Girls – find yourselves a role model
Everyone is talking about the need for more women in STEM — engineers, founders, top executives. Different actions can and should be taken by our education system, government, corporates and even media companies who can move the needle.
When asking a 15 years old girl who likes to code to describe her role model, she would probably throw names like Mark Zuckerberg, Steve Jobs or Bill Gates — most likely a man’s name.
And here’s the problem — women don’t have enough role models in tech.

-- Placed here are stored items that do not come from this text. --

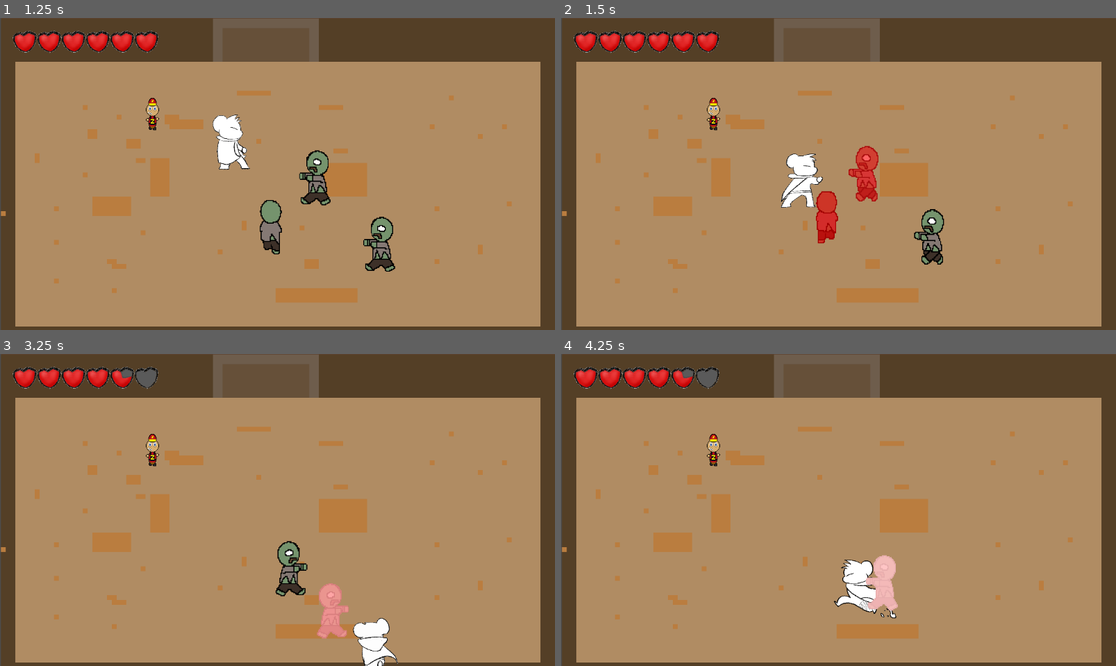
Above: before the commit, frames 1-4 (two rows, left to right).
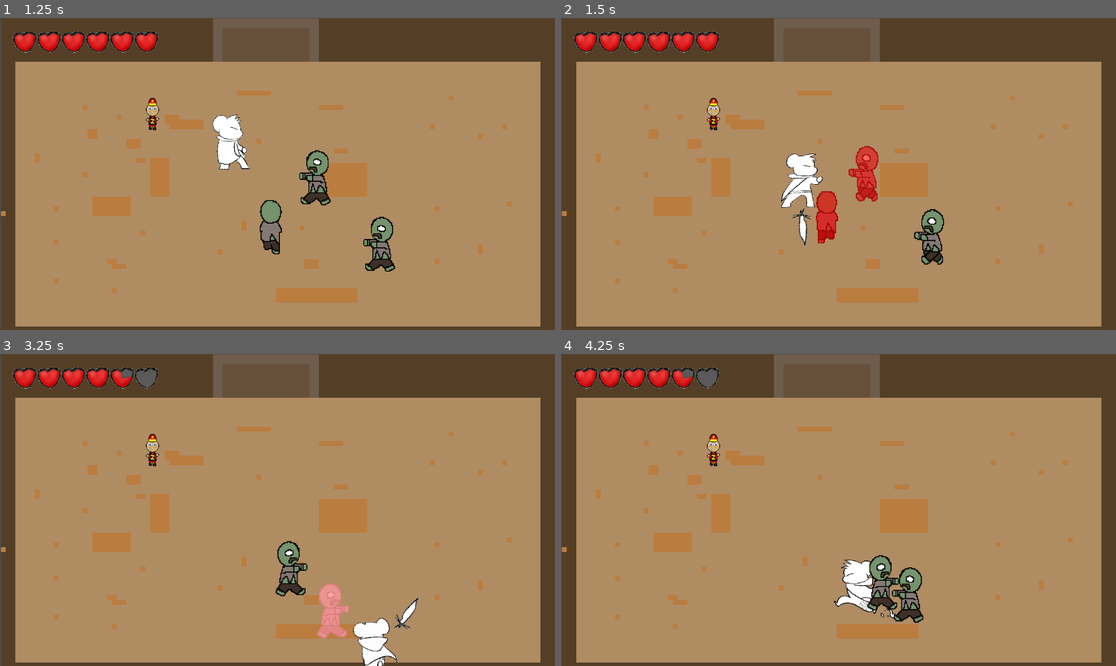
Above: after the commit, the same moments.

Repository: bcorrigall/ratknight
Game: Godot game, scene res://main.tscn
The game is run twice, just before and just after one commit, with the same random seed, the same clock (stepped at 60 frames per second) and the same inputs. The engine's default icon, where the game draws it, is replaced by a stand-in: a white triangle on a blue panel in a dark square.
Inputs (mouse positions are in pixels of both pictures, inside the frame that each line leads up to):
- Up to frame 1 (1.25 s): move the mouse to (399, 158) at 0.52 s; hold Right (move_right) from 0.53 s (still down); hold J (attack_light) from 0.53 s (still down); tap K (attack_spin) at 0.8 s
- Up to frame 2 (1.5 s): move the mouse to (727, 189) at 1.27 s; release Right (move_right) at 1.28 s; release J (attack_light) at 1.28 s; hold S (move_down) from 1.28 s (still down); tap K (attack_spin) at 1.35 s
- Up to frame 3 (3.25 s): tap J (attack_light) at 1.55, 3.05 s; move the mouse to (333, 441) at 2.02 s; release S (move_down) at 2.03 s; hold Right (move_right) 2.03-2.78 s; hold J (attack_light) 2.03-2.78 s; tap K (attack_spin) at 2.3, 2.85 s; move the mouse to (249, 572) at 2.77 s; hold Up (move_up) from 2.78 s (still down)
- Up to frame 4 (4.25 s): move the mouse to (1005, 556) at 3.52 s; release Up (move_up) at 3.53 s; hold A (move_left) from 3.53 s (still down); hold Shift (dash) from 3.53 s (still down); tap K (attack_spin) at 3.8 s

Frame 1 is identical in both runs. In frame 2, 0.2% of the frame differs, in the area x 41-46%, y 60-74%; in frame 3, 0.1%; in frame 4, 1.4%, in the area x 54-66%, y 64-87%.
Error before the commit: Attempt to call function 'start' in base 'null instance' on a null instance. (res://playerMovement.gd:183)
Error after the commit: Attempt to call function 'start' in base 'null instance' on a null instance. (res://playerMovement.gd:185)

Commit message:
attacking final update
fix small bugs

Diff:
--- a/enemy.gd
+++ b/enemy.gd
@@ -7,7 +7,7 @@
 var playerposition
 var targetposition
 @onready var player = get_parent().get_node("theRat")
-@onready var animations= $AnimationPlayer
+#@onready var animations= $AnimationPlayer
 @onready var effects = $Effect
 
 
--- a/playerMovement.gd
+++ b/playerMovement.gd
@@ -67,7 +67,8 @@
 
 func _process(delta):
 	velocity = Vector2.ZERO # The player's movement vector.
-	weapon.visible=false
+	if (attacking==false):
+		weapon.disable()
 
 	if(in_dash):
 		velocity = dash_direction
@@ -178,6 +179,7 @@
 		invincible = true
 
 	elif (body.name.find("trap")):
+		pass
 		health -= body.damage
 		speed = 100
 		$Timer.start(trap_slowdown)
--- a/project.godot
+++ b/project.godot
@@ -73,6 +73,12 @@
 ]
 }
 
+[layer_names]
+
+2d_physics/layer_1="player"
+2d_physics/layer_2="enemy"
+2d_physics/layer_3="hurtbox"
+
 [rendering]
 
 renderer/rendering_method="gl_compatibility"
--- a/sword.gd
+++ b/sword.gd
@@ -4,7 +4,7 @@
 
 func enable():
 	shape.disabled =false
-	print("weapon visivle")
+	#print("weapon visivle")
 
 func disable():
 	shape.disabled =true
--- a/sword.tscn
+++ b/sword.tscn
@@ -7,6 +7,8 @@
 size = Vector2(6, 11)
 
 [node name="Sword" type="Area2D"]
+collision_layer = 4
+collision_mask = 0
 script = ExtResource("1_uaguo")
 
 [node name="Sprite2D" type="Sprite2D" parent="."]
--- a/weapon.tscn
+++ b/weapon.tscn
@@ -7,8 +7,6 @@
 script = ExtResource("1_ui66y")
 
 [node name="Sword" parent="." instance=ExtResource("2_e5ohj")]
-collision_layer = 4
-collision_mask = 0
 
 [node name="AudioStreamPlayer2D" type="AudioStreamPlayer2D" parent="."]
 visible = false
Not shown: 1 places in main.tscn that only renumber resources

Personally, I always looked for those inspiring women who I could aspire to become. I remember when my mom gave me Rosalind Franklin’s biography, who was instrumental in the discovery of the genetic structure of the DNA. A few years later I studied at the same place where she conducted her experiments at Cambridge. Sheryl Sandberg is another one of those women whose talks and best-selling book have become an inspiration for women of my generation.
I was also lucky enough to personally meet less famous but nonetheless inspiring women along the way. From my mother who was a scientist researcher and a full time mom, to my bright, motivated women classmates from childhood to university, and the colleagues and managers with one specifically who accepted me to my first big job and showed me how passion, diligence and hard work can take me to places far beyond my imagination.
As a founder, I’ve urged myself to find female mentors, who have been through this journey and can guide me through this rollercoaster.
I attended women meetups and was actively looking for a female mentor. Luckily, that was a smooth process that allowed me to meet women who’ve made it — I call them the real angels. They are in most cases much more valuable — money comes and goes (mostly goes) but they will stay with you.
People (both men and women) need to see more women succeeding at what they do in order for girls to dream big. As a tech woman and entrepreneur, I encounter so many of these successful women who are still under the radar.
I wish more women would find themselves a role model. One that speaks up and shares her journey, that talks about the hurdles, the success and most importantly one that inspires you, that had done things that right now seem unreachable.
There’s no doubt that as a society we have a lot to do to change this reality and create more Sheryls, Rosalinds and Marissas, but I urge all women who dare to dream, find those women who made this dream a reality, and take them with you to guide you through this exciting path.